Persona 4 Review

December 1, 2008 by admin
Filed under: PSP News 

For all of the restless hand-wringing over how Japanese role-playing games must evolve from their dusty, dated conventions and myopic cultural perspectives in order to appeal to Western gamers, I think it’s telling that one of the most successful recent Eastern RPG exports is also the most unapologetically Japanese. Atlus imports Persona’s modern-day Japanese trappings completely intact, requiring Western players to juggle myriad polysyllabic Japanese personal and place names, a host of linguistic honorifics (sure, everyone knows -san, but how about -tan?) an unfamiliar Japanese academic and holiday calendar (when was the last time you celebrated Respect for the Aged Day or lugged your backpack to school on a Saturday?), and plenty of exotic cultural conventions. Oh, and this is all on top of a series in which the protagonists summon “Personas” — obscure mythological figures from various worldwide religions and folk traditions that take the form of demons — in order to battle evildoers.
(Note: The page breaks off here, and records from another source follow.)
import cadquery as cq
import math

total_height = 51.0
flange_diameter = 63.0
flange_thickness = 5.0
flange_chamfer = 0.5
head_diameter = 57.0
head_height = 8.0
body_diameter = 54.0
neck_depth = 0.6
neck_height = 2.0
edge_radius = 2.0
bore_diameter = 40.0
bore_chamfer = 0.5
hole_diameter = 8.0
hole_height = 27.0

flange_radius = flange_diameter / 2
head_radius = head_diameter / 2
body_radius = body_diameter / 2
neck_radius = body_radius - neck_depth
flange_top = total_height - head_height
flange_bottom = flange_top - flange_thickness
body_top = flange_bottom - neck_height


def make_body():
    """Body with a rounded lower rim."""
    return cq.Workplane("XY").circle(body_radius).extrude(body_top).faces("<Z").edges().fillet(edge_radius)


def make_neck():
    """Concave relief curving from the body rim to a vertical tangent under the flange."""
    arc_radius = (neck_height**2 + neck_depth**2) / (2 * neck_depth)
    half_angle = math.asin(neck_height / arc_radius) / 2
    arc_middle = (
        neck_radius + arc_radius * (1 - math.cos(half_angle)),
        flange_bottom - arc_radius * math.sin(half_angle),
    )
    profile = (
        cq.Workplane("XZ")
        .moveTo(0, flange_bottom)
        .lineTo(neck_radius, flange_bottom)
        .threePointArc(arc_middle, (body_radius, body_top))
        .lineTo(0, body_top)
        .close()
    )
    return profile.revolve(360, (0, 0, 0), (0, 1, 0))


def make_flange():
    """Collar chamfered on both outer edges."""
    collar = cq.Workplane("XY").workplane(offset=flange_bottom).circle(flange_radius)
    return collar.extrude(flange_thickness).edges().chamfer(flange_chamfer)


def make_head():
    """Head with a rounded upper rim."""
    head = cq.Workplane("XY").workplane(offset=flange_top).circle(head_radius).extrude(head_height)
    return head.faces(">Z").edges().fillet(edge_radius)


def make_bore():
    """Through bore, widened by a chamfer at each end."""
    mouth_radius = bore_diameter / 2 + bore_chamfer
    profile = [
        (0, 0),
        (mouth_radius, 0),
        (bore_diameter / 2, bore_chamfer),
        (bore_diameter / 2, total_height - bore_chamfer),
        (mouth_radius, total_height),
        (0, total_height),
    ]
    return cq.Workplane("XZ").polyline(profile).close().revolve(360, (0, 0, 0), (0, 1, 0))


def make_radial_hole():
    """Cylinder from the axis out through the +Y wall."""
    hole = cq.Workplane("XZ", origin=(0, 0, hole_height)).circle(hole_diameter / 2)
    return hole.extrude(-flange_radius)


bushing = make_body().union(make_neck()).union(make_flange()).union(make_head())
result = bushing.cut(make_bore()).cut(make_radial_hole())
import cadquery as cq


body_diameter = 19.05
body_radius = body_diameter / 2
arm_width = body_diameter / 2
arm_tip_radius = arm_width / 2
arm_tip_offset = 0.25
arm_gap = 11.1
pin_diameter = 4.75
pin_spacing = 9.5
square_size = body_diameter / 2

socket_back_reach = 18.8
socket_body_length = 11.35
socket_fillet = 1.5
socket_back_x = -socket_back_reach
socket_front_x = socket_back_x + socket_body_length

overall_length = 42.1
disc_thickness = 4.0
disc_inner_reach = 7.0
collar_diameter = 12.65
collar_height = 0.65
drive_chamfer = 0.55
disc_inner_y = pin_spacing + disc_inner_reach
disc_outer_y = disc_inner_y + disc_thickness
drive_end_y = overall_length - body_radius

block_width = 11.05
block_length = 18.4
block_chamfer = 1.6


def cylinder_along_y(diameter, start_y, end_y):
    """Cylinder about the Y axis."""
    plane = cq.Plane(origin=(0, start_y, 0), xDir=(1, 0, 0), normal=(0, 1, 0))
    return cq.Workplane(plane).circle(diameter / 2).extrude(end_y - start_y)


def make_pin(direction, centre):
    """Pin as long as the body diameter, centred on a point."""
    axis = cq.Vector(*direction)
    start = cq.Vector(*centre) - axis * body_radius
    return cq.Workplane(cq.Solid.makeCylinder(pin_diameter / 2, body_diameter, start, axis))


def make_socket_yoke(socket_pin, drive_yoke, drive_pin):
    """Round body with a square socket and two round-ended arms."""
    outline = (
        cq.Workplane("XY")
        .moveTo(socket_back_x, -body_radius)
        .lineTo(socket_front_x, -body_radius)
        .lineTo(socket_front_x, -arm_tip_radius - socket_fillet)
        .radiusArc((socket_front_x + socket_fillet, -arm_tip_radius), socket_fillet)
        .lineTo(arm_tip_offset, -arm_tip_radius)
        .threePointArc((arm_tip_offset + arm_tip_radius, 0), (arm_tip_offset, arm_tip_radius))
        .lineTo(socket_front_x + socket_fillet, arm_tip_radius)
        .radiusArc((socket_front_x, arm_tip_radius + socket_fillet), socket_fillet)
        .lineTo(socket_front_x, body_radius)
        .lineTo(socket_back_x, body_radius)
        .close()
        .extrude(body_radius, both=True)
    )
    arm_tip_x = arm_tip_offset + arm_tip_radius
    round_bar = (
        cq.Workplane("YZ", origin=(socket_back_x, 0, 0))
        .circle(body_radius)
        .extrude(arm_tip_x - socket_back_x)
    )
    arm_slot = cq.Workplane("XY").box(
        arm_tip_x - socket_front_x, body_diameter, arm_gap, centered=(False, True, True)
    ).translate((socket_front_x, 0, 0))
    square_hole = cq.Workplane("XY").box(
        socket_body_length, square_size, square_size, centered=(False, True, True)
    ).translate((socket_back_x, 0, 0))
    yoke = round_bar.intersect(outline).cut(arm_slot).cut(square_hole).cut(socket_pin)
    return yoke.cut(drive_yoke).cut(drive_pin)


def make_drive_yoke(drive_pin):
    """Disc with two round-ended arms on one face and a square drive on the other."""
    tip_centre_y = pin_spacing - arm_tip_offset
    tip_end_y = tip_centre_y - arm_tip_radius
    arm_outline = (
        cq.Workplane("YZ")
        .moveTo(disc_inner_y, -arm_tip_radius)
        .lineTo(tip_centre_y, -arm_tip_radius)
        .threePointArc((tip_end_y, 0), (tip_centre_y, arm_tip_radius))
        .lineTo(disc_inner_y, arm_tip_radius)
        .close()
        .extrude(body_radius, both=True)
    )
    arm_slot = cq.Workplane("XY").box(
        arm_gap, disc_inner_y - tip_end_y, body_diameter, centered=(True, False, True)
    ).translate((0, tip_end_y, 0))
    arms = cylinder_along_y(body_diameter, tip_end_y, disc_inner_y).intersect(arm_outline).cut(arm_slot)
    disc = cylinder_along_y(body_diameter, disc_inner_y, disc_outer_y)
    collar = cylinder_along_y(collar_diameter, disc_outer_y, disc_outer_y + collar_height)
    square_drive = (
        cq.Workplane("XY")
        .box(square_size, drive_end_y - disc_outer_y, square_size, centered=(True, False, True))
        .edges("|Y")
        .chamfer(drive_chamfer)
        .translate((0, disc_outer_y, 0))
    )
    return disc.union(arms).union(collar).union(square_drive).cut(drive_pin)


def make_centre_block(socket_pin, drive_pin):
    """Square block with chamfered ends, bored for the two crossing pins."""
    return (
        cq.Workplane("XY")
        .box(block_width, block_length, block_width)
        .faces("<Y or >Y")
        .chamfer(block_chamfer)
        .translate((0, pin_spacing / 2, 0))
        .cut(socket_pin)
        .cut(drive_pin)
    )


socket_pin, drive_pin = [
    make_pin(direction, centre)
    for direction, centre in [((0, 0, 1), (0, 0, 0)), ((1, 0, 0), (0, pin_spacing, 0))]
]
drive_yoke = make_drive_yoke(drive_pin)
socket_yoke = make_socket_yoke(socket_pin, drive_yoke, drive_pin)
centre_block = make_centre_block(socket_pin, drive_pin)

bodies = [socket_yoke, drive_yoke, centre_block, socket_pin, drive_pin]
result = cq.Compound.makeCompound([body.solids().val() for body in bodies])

Of course, Persona succeeds not because it’s intrinsically Japanese — it succeeds because it’s simply so unique.

And with Persona 4, you can add one more descriptor to this controversial demon collector/school sim/dungeon crawl/Japanese cultural primer: stylish murder mystery. A serial killing spree’s gripped the quaint rural Japanese town of Inaba, and it’s up to a scrappy band of high schoolers to nab the culprit. So if Persona 3’s secret shadow-slaying society played out like Harry Potter in a metropolitan Japanese high school, this adventure’s more small-town Scooby-Doo — complete with a (shockingly not annoying!) fuzzy anthropomorphic teddy bear sidekick.Cheap wow gold

Related posts

Comments

Feel free to leave a comment...
and oh, if you want a pic to show with your comment, go get a gravatar!